I have been burning firewood since 2006 & kept seeing white worms when splitting with log splitter.I tried getting all of them out as I seen them which made the job even harder.I always find dead woods that are dry, and cut & split them in the summer. I do have a wood shed wood is stacked to let air flow Just this past year while spring cleaning I kept finding little tiny worms in dresser drawers and under the couch & in the return vent for heating system and in the closets.At first I thought it was clothes moths so I washed everything in a 2 story 4 bedroom house.& bagged all clothes.Things even went in freezer hopping to kill them in things I couldn't wash.I have old antique stuff from all my family that couldn't be washed.
Shewww, what a job,spraying all the bedding(did not find any in the bed) and furniture mopping for days on end only to find more little bugs under the couch.I'm at my witts end with these little small worm that turn into little black flying bugs with white spots on their wings they dance around and if you touch them they play dead of all things.I only found one large black bug in all the cleaning. I keep a tote with a lead on the wood inside only removing to add wood to fireplace.The bugs do not eat holes in my clothing they only gather dust & stuff that looks like cotton. and they make a cocoon of some type. I do open windows with screen on them could they have gotten in a window & not firewood??
Any Ideas of what they could be?? 
I love my house, it was built by my dad in 1932 on our farm..Yet I can't keep up with these bugs I'm ready to run away from home..lol & let them have it..
Tkx for any replys!


----------



## pen (Mar 11, 2015)

That sounds horrible.  

I'd like to see a picture of these critters.


----------



## Ram 1500 with an axe... (Mar 11, 2015)

Doyourownpestcontrol.com

Call the 1800 number......

Buy a sprayer and the chemical that they suggest, you bugs will be gone....


----------



## 7acres (Mar 11, 2015)

pen said:


> That sounds horrible.
> 
> I'd like to see a picture of these critters.

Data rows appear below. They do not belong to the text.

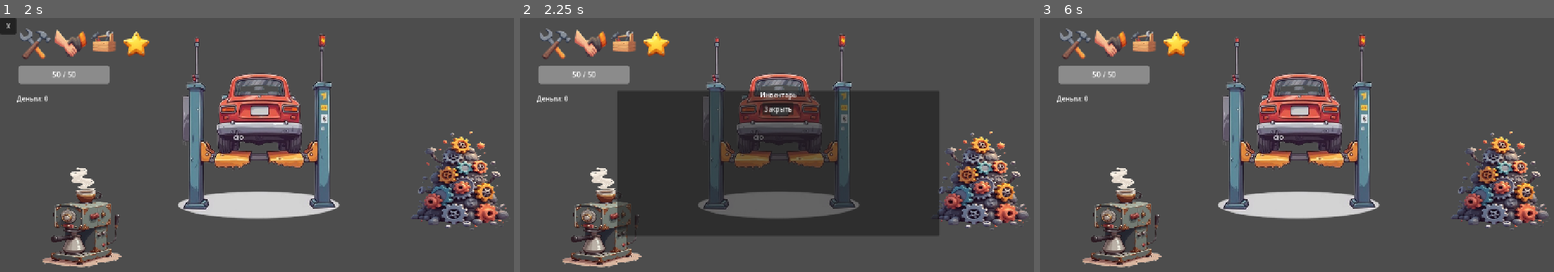
Above: before the commit, frames 1-3 (left to right).
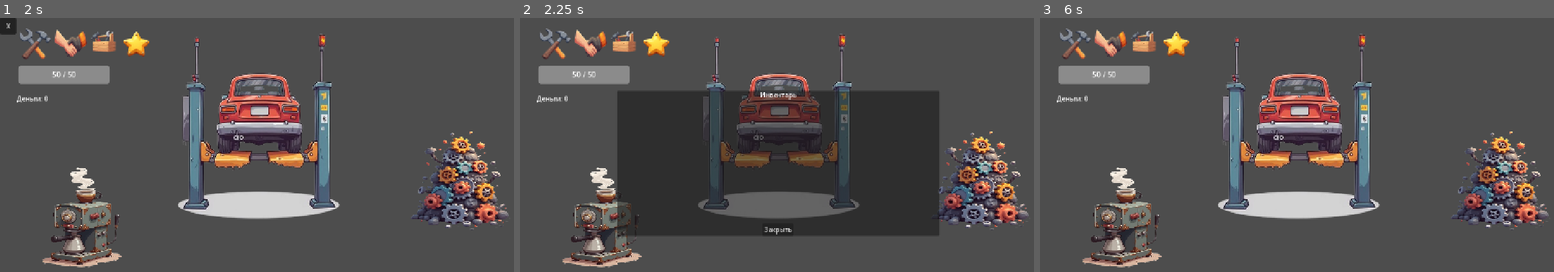
Above: after the commit, the same moments.

Repository: Tulekovich/Garage
Game: Godot game, scene res://scenes/world/main_world.tscn
Same seed, same stepped clock (60 frames per second), same inputs: the game is played once before the commit and once after it.
Inputs (mouse positions are in pixels of both pictures, inside the frame that each line leads up to):
- Up to frame 1 (2 s): click (35, 43) at 0.5 s; click (71, 43) at 1.25 s
- Up to frame 2 (2.25 s): click (622, 43) at 2 s
- Up to frame 3 (6 s): click (1173, 43) at 2.75 s; click (1075, 43) at 3.5 s; click (1111, 43) at 4.25 s; click (1142, 43) at 5 s; click "Закрыть" at 5.75 s

Frame 1 is identical in both runs. In frame 2, 0.3% of the frame differs, in the area x 47-54%, y 33-86%; in frame 3, nothing differs.

Commit message:
chore(auto-sync): Synchronize local changes

Diff:
--- a/scenes/ui/inventory_ui.tscn
+++ b/scenes/ui/inventory_ui.tscn
@@ -27,9 +27,9 @@
 text = "Инвентарь"
 horizontal_alignment = 1
 
-[node name="ItemList" type="GridContainer" parent="VBoxContainer"]
+[node name="ScrollContainer" type="ScrollContainer" parent="VBoxContainer"]
 layout_mode = 2
-columns = 8
+size_flags_vertical = 3
 
 [node name="CloseButton" type="Button" parent="VBoxContainer"]
 process_mode = 3

Yeah, I'd like to see pics too. Where do you typically find them? Just under the couch? You might try sprinkling diatomaceous earth wherever you find them. Just an idea.


----------



## DougA (Mar 11, 2015)

We get small moths coming off the wood when we bring it inside. Sometimes even a mosquito woken from deep sleep. We hang some sticky paper in the area and that seems to work best if you want to avoid poisons.


----------



## Wood Duck (Mar 11, 2015)

Are you suggesting the worms in the house are connected to the worms in the house? I doubt they would be, but the worms in the house sound awful.


----------



## Applesister (Mar 11, 2015)

Clothes moths would be my worse fear. The cocooning could be coddling moths or wool moths. And you did all that you can for them.
The black bugs with white spots could be Asian long horned beetles. They wont hang around long but you may want to notify a county or state agency.
The "worms" are beetle larvae and they usually only bother live trees.
Your only concerns should be ants, termites, powder post beetles and your wool moths. 
Tree bugs really only eat trees. Or they spend their larvae stage eating trees.
Leave your wood outside until you use it if they wig you out.
And remember pesticides are way more dangerous than the bugs.
Try what I swear by...a valium mocha latte.
Also you could contact an exterminator, they arent that expensive. They might do a free estimate. At least you can find out what is a possible problem.


----------



## MomaBear (Mar 12, 2015)

pen said:


> That sounds horrible.
> 
> I'd like to see a picture of these critters.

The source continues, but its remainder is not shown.